Uniform points on disc, circle, sphere and caps

November 28th, 2016

Here I will only consider pseudo-random point generation. Well-spaced point generation is a different topic. The code examples are intended for clarity.

Uniform points on the unit disc

One method to generate a uniform random point $p$ on the unit disc ($\mathbb{D}$) is as follows. Generate two uniform values: $a \in \left[ 0,1 \right] $ , $ \theta \in \left[ -\pi, \pi \right) $ and apply¹:

\[p = \left(\sqrt{a}\cos\left(\theta\right), ~\sqrt{a}\sin\left(\theta\right)\right)\]

Using symmetry and trig identities we can drop this down to one trig approximation and pair of square roots.

Rejection method

Choose a 2D point $p$ uniformly in each dimension: $p_x,p_y \in \left[ -1,1 \right] $ and reject values when outside the unit disc. The average number of iterations is $\frac{4}{\pi} \approx 1.27324$. Although previously known the first CS publication of this technique seems to be von Neumann 1951².

An example implementation that returns $p \cdot p$ as well as the generated point:

float uniform_disc(vec2_t* p)
{
  float d,x,y;

  do {
    // lose one or both remaps (2*rng_f32()-1)
    // for uniform half or quarter disc
    x = 2.f*rng_f32()-1.f;    // [-1,1)
    y = 2.f*rng_f32()-1.f;    // [-1,1)
    d = x*x + y*y;            // p.p
  } while(d >= 1.f);          // branch prob: 1-pi/4 ~= 0.214602

  p->x = x;
  p->y = y;

  return d;                   // p.p
}

A better method of producing range $[-1,1)$ is described here.

By dropping one of the range remapping of $x$ or $y$ gives a uniform distribution on the half disc and dropping both the quarter disc. The efficiency of the these are identical to the full disc case.

Ad-hoc non-uniform

If we rescale the component by some function of the dot product $d = (p \cdot p)$ we can get radial ad-hoc non-uniform distributions.

Directly scaling by the dot-product:

Scaling by $\frac{d}{1+d}$:

Uniform points on unit circle or uniform 2D rotation

Like the disc case we can generate a uniform point on the unit circle (1-sphere or $\mathbb{S}^1$) using trigonometry and symmetry/identities to reduce runtime complexity.

\[\left(\cos\left(\theta\right), ~\sin\left(\theta\right)\right)\]

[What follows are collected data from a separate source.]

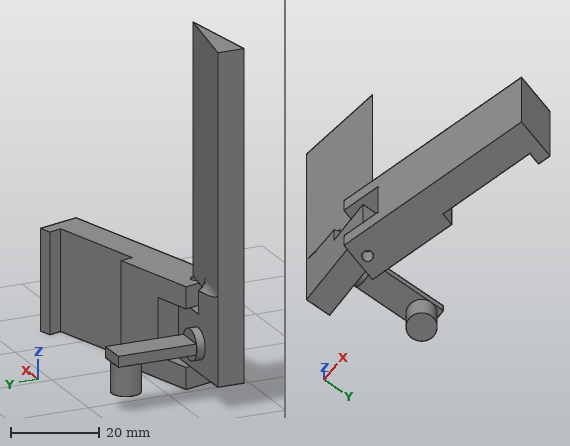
import cadquery as cq
import math

pivot_x = 18.9
pivot_hole_diameter = 2.7

overall_height = 86.3
cover_height = 24.85
arm_thickness = 5.35
tang_bottom = arm_thickness
tang_top = cover_height - arm_thickness

blade_thickness = 6.55
half_thickness = blade_thickness / 2
blade_depth = 20.8
tang_length = 21.6
block_length = 10.6
wedge_fillet_radius = 3.0

lever_x = 10.7
lever_z = (tang_bottom + tang_top) / 2
boss_diameter = 7.6
boss_length = 2.1
lever_width = 7.1
lever_thickness = 2.7
lever_length = 19.5
grip_drop = 7.5

cover_angle = 16.2
cover_length = 50.6
cover_width = 10.7
pivot_setback = 2.7
hinge_length = 22.6
step_depth = 3.3
lip_length = 3.3
notch_length = 9.75


def vertical_box(x_start, x_end, y_start, y_end, z_start, z_end):
    """Box between the given limits."""
    size = (x_end - x_start, y_end - y_start, z_end - z_start)
    return cq.Workplane("XY").box(*size, centered=False).translate((x_start, y_start, z_start))


def pivot_hole():
    """Vertical cutter through the full cover height, on the pivot axis."""
    return cq.Workplane("XY").center(pivot_x, 0).circle(pivot_hole_diameter / 2).extrude(cover_height)


def make_wedge():
    """Tall blade that tapers to a sharp vertical edge."""
    outline = [(0, -half_thickness), (blade_depth, 0), (0, half_thickness)]
    wedge_height = overall_height - cover_height
    return cq.Workplane("XY").workplane(offset=cover_height).polyline(outline).close().extrude(wedge_height)


def make_wedge_fillets():
    """Concave fillets that blend the two wedge faces into the block below."""
    fillet_top = cover_height + wedge_fillet_radius
    fillets = vertical_box(0, block_length, -half_thickness, half_thickness, cover_height, fillet_top)
    taper = math.atan2(half_thickness, blade_depth)
    for side in (-1, 1):
        axis_start = cq.Vector(
            wedge_fillet_radius * math.sin(taper),
            side * (half_thickness + wedge_fillet_radius * math.cos(taper)),
            fillet_top,
        )
        direction = cq.Vector(math.cos(taper), -side * math.sin(taper), 0)
        groove = cq.Solid.makeCylinder(
            wedge_fillet_radius, 2 * blade_depth, axis_start - direction * (blade_depth / 2), direction
        )
        fillets = fillets.cut(cq.Workplane(groove))
    return fillets


def make_lever():
    """Round boss, flat lever and downward grip."""
    boss = (
        cq.Workplane("XZ", origin=(lever_x, half_thickness, lever_z))
        .circle(boss_diameter / 2)
        .extrude(-boss_length)
    )
    lever_start = half_thickness + boss_length
    lever_end = lever_start + lever_length
    lever_bottom = lever_z - lever_thickness / 2
    lever = vertical_box(
        lever_x - lever_width / 2, lever_x + lever_width / 2,
        lever_start, lever_end,
        lever_bottom, lever_bottom + lever_thickness,
    )
    grip = (
        cq.Workplane("XY", origin=(lever_x, lever_end - lever_width / 2, lever_bottom))
        .circle(lever_width / 2)
        .extrude(-grip_drop)
    )
    return boss.union(lever).union(grip)


def make_blade():
    """Block with hinge tang, wedge blade and operating lever."""
    tang = vertical_box(0, tang_length, -half_thickness, half_thickness, tang_bottom, tang_top)
    block = vertical_box(0, block_length, -half_thickness, half_thickness, tang_bottom, cover_height)
    body = tang.union(block).cut(pivot_hole())
    return body.union(make_wedge()).union(make_wedge_fillets()).union(make_lever())


def make_cover():
    """Stepped plate with an end lip and two hinge arms around the tang."""
    plate_width = cover_width - step_depth
    lip_start = cover_length - lip_length
    outline = [
        (0, 0),
        (cover_length, 0),
        (cover_length, cover_width),
        (lip_start, cover_width),
        (lip_start, plate_width),
        (hinge_length, plate_width),
        (hinge_length, cover_width),
        (0, cover_width),
    ]
    plate = cq.Workplane("XY").polyline(outline).close().extrude(cover_height)
    plate = plate.cut(vertical_box(0, notch_length, 0, cover_width, tang_bottom, tang_top))
    plate = plate.translate((pivot_x - pivot_setback, -cover_width / 2, 0))
    plate = plate.rotate((pivot_x, 0, 0), (pivot_x, 0, 1), cover_angle)
    return plate.cut(pivot_hole())


blade = make_blade()
cover = make_cover()
result = cq.Compound.makeCompound([blade.val(), cover.val()])

In the same paper² as the disc rejection method John von Neumann presented a pair of techinques to transform uniform points on the unit disc to uniform points on the circle. If we have a uniform point $p = \left(x,y \right)$ (considered as a complex number) on the unit disc, then the first method is to simply normalize:

\[\left\Vert p \right\Vert = \frac{p}{\sqrt{p \cdot p}} = \frac{1}{\sqrt{x^2+y^2}} \left(x, y \right)\]

The second method observes that squaring drops the square root and since it doubles the angle maintains uniformity.

\[\left\Vert p \right\Vert^2 = \frac{p^2}{p \cdot p} = \frac{1}{x^2+y^2} \left(x^2-y^2, 2xy \right)\]

The second method is widely known since it trades a square root for two products and two additions which historically was an assured win. With the introduction of fast inverse square root approximations the lesser known normalization method becomes interesting. Also choosing between zero, one or two NR iterations give a knob of speed vs. bias of the result.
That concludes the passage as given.